The floriculture industry is vulnerable to criminal interference because of its intricate international logistics. The Resilient Floriculture Sector Approach aims to protect the beauty of the sector and address its vulnerabilities. The focus is prevention; prevention being better than cure. We can do this by helping entrepreneurs become resilient, providing them with knowledge to quickly recognize signs of crime, report wrongdoing and take preventive measures.

Organized crime is constantly trying to abuse the floriculture industry and the people who work in it. For narcotics smuggling and labour exploitation, for example. This colourful sector is attractive to criminal interference because of its international nature and its intricate logistics.

Our approach involves various government partners such as the municipalities of Westland, Katwijk, Aalsmeer and Uithoorn, the police, Public Prosecutor’s Office, Customs, Riec The Hague, Riec Amsterdam-Amstelland and the Tax Authority. But also private parties like Royal FloraHolland.

We actively cooperate with parties such as TLN, TFOC, HVO Querido, SNCU, PVO The Hague, PVO Amsterdam-Amstelland, PVO Netherlands, CCV, and many others.
The cooperation is aimed at tackling undermining crime and abuse in the sector. We focus on making businesses resilient. We do this by sharing knowledge, promoting monitoring, control and enforcement, increasing willingness to report and helping to erect effective barriers.

Knowledge & research

Criminals are smart and their undermining criminal activities change rapidly and continuously. Constant research is needed to find the answers. It helps us gain useful insights into how to act. With these insights, we can arrive at the right approach to combat the undermining activities.

Applied scientific research but also practice-oriented research is vital for the Resilient Floriculture Approach. If we really want to disrupt and reduce criminal activity, we need to deploy the right actions in the right places, within the legal frameworks we have for doing so. In addition to understanding the various (international) historical flows from history, we also need to investigate the current trends. What is going on and how can we prevent it from now on? Many of these insights and practical investigations depend on reporting signals. So it is important to receive as many signals, observations and reports as possible.

See how to report here.

Resilience & barrier formation

Tackling undermining crime has long ceased to be exclusively a police or government task. An effective approach requires intensive cooperation with private and public parties joining forces. Only together we take a stand against undermining practices.

These unlawful activities form a broad and complex problem in which criminial interference happens at the local level.

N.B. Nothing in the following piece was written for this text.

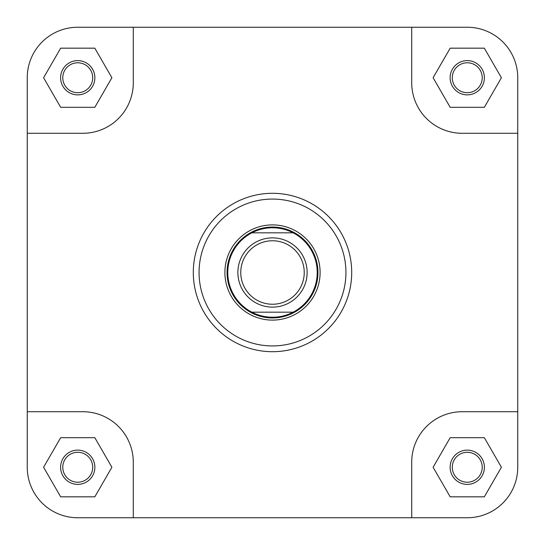 <?xml version="1.0" encoding="UTF-8"?>
<svg xmlns="http://www.w3.org/2000/svg" width="545" height="545" viewBox="0 0 545 545"><rect width="100%" height="100%" fill="white"/><g stroke="black" fill="none" stroke-linecap="round" stroke-linejoin="round"><path stroke-width="0.82" d="M517.75 467.256A50.494 50.494 0 0 1 467.256 517.75L411.713 517.75L411.713 462.208A50.494 50.494 0 0 1 462.208 411.713L517.75 411.713L517.75 467.256L517.75 77.744A50.494 50.494 0 0 0 467.256 27.25L411.713 27.25L411.713 82.792A50.494 50.494 0 0 0 462.208 133.287L517.75 133.287M411.713 27.25L77.744 27.25A50.494 50.494 0 0 0 27.25 77.744L27.25 133.287L82.792 133.287A50.494 50.494 0 0 0 133.287 82.792L133.287 27.25L77.744 27.25M411.713 517.75L133.287 517.75L133.287 462.208A50.494 50.494 0 0 0 82.792 411.713L27.25 411.713L27.25 467.256A50.494 50.494 0 0 0 77.744 517.75L133.287 517.75L77.744 517.75M450.129 77.744A17.133 17.133 0 0 1 467.256 60.611A17.133 17.133 0 0 1 484.389 77.744A17.133 17.133 0 0 1 467.256 94.871A17.133 17.133 0 0 1 450.129 77.744M482.223 77.744A14.967 14.967 0 0 0 467.256 62.777A14.967 14.967 0 0 0 452.289 77.744A14.967 14.967 0 0 0 467.256 92.711A14.967 14.967 0 0 0 482.223 77.744M60.611 77.744A17.133 17.133 0 0 1 77.744 60.611A17.133 17.133 0 0 1 94.871 77.744A17.133 17.133 0 0 1 77.744 94.871A17.133 17.133 0 0 1 60.611 77.744M92.711 77.744A14.967 14.967 0 0 0 77.744 62.777A14.967 14.967 0 0 0 62.777 77.744A14.967 14.967 0 0 0 77.744 92.711A14.967 14.967 0 0 0 92.711 77.744M60.611 467.256A17.133 17.133 0 0 1 77.744 450.129A17.133 17.133 0 0 1 94.871 467.256A17.133 17.133 0 0 1 77.744 484.389A17.133 17.133 0 0 1 60.611 467.256M92.711 467.256A14.967 14.967 0 0 0 77.744 452.289A14.967 14.967 0 0 0 62.777 467.256A14.967 14.967 0 0 0 77.744 482.223A14.967 14.967 0 0 0 92.711 467.256M450.129 467.256A17.133 17.133 0 0 1 467.256 450.129A17.133 17.133 0 0 1 484.389 467.256A17.133 17.133 0 0 1 467.256 484.389A17.133 17.133 0 0 1 450.129 467.256M482.223 467.256A14.967 14.967 0 0 0 467.256 452.289A14.967 14.967 0 0 0 452.289 467.256A14.967 14.967 0 0 0 467.256 482.223A14.967 14.967 0 0 0 482.223 467.256M224.894 272.5A47.606 47.606 0 0 1 272.5 224.894A47.606 47.606 0 0 1 320.106 272.5A47.606 47.606 0 0 1 272.5 320.106A47.606 47.606 0 0 1 224.894 272.5M351.702 272.5A79.202 79.202 0 0 1 272.5 351.702A79.202 79.202 0 0 1 193.298 272.5A79.202 79.202 0 0 1 272.5 193.298A79.202 79.202 0 0 1 351.702 272.5A79.202 79.202 0 0 0 272.5 193.298A79.202 79.202 0 0 0 193.298 272.5M27.25 133.287L27.25 467.256M501.407 467.256L484.335 437.683L450.184 437.683L433.105 467.256L450.184 496.829L484.335 496.829L501.407 467.256M94.816 437.683L60.665 437.683L43.593 467.256L60.665 496.829L94.816 496.829L111.895 467.256L94.816 437.683M94.816 48.171L60.665 48.171L43.593 77.744L60.665 107.317L94.816 107.317L111.895 77.744L94.816 48.171M484.335 48.171L450.184 48.171L433.105 77.744L450.184 107.317L484.335 107.317L501.407 77.744L484.335 48.171M240.761 272.5A31.739 31.739 0 0 0 272.5 304.239A31.739 31.739 0 0 0 304.239 272.5A31.739 31.739 0 0 0 272.5 240.761A31.739 31.739 0 0 0 240.761 272.5M307.121 272.5A34.621 34.621 0 0 1 272.5 307.121A34.621 34.621 0 0 1 237.879 272.5A34.621 34.621 0 0 1 272.5 237.879A34.621 34.621 0 0 1 307.121 272.5M227.054 272.5A45.446 45.446 0 0 0 272.5 317.946A45.446 45.446 0 0 0 317.946 272.5A45.446 45.446 0 0 0 272.5 227.054A45.446 45.446 0 0 0 227.054 272.5M251.858 312.176A44.724 44.724 0 0 0 317.224 272.5A44.724 44.724 0 0 0 251.858 232.824A44.724 44.724 0 0 0 251.858 312.176L293.142 312.176M251.858 232.824L293.142 232.824M199.068 272.5A73.432 73.432 0 0 0 272.5 345.932A73.432 73.432 0 0 0 345.932 272.5A73.432 73.432 0 0 0 272.5 199.068A73.432 73.432 0 0 0 199.068 272.5"/></g></svg>

Consider an employee who may or may not be forced to divulge sensitive company information, a driver who may inadvertently take packages, or an official who may or may not be forced to look the other way. To reduce these practices and prevent them as much as possible, our approach is to have private and public partners work together. Our goal is to create as many barriers (thresholds) as possible to prevent criminal acts and to increase the resilience of employees and employers. That way we don’t just keep mopping up but shutting down on crime!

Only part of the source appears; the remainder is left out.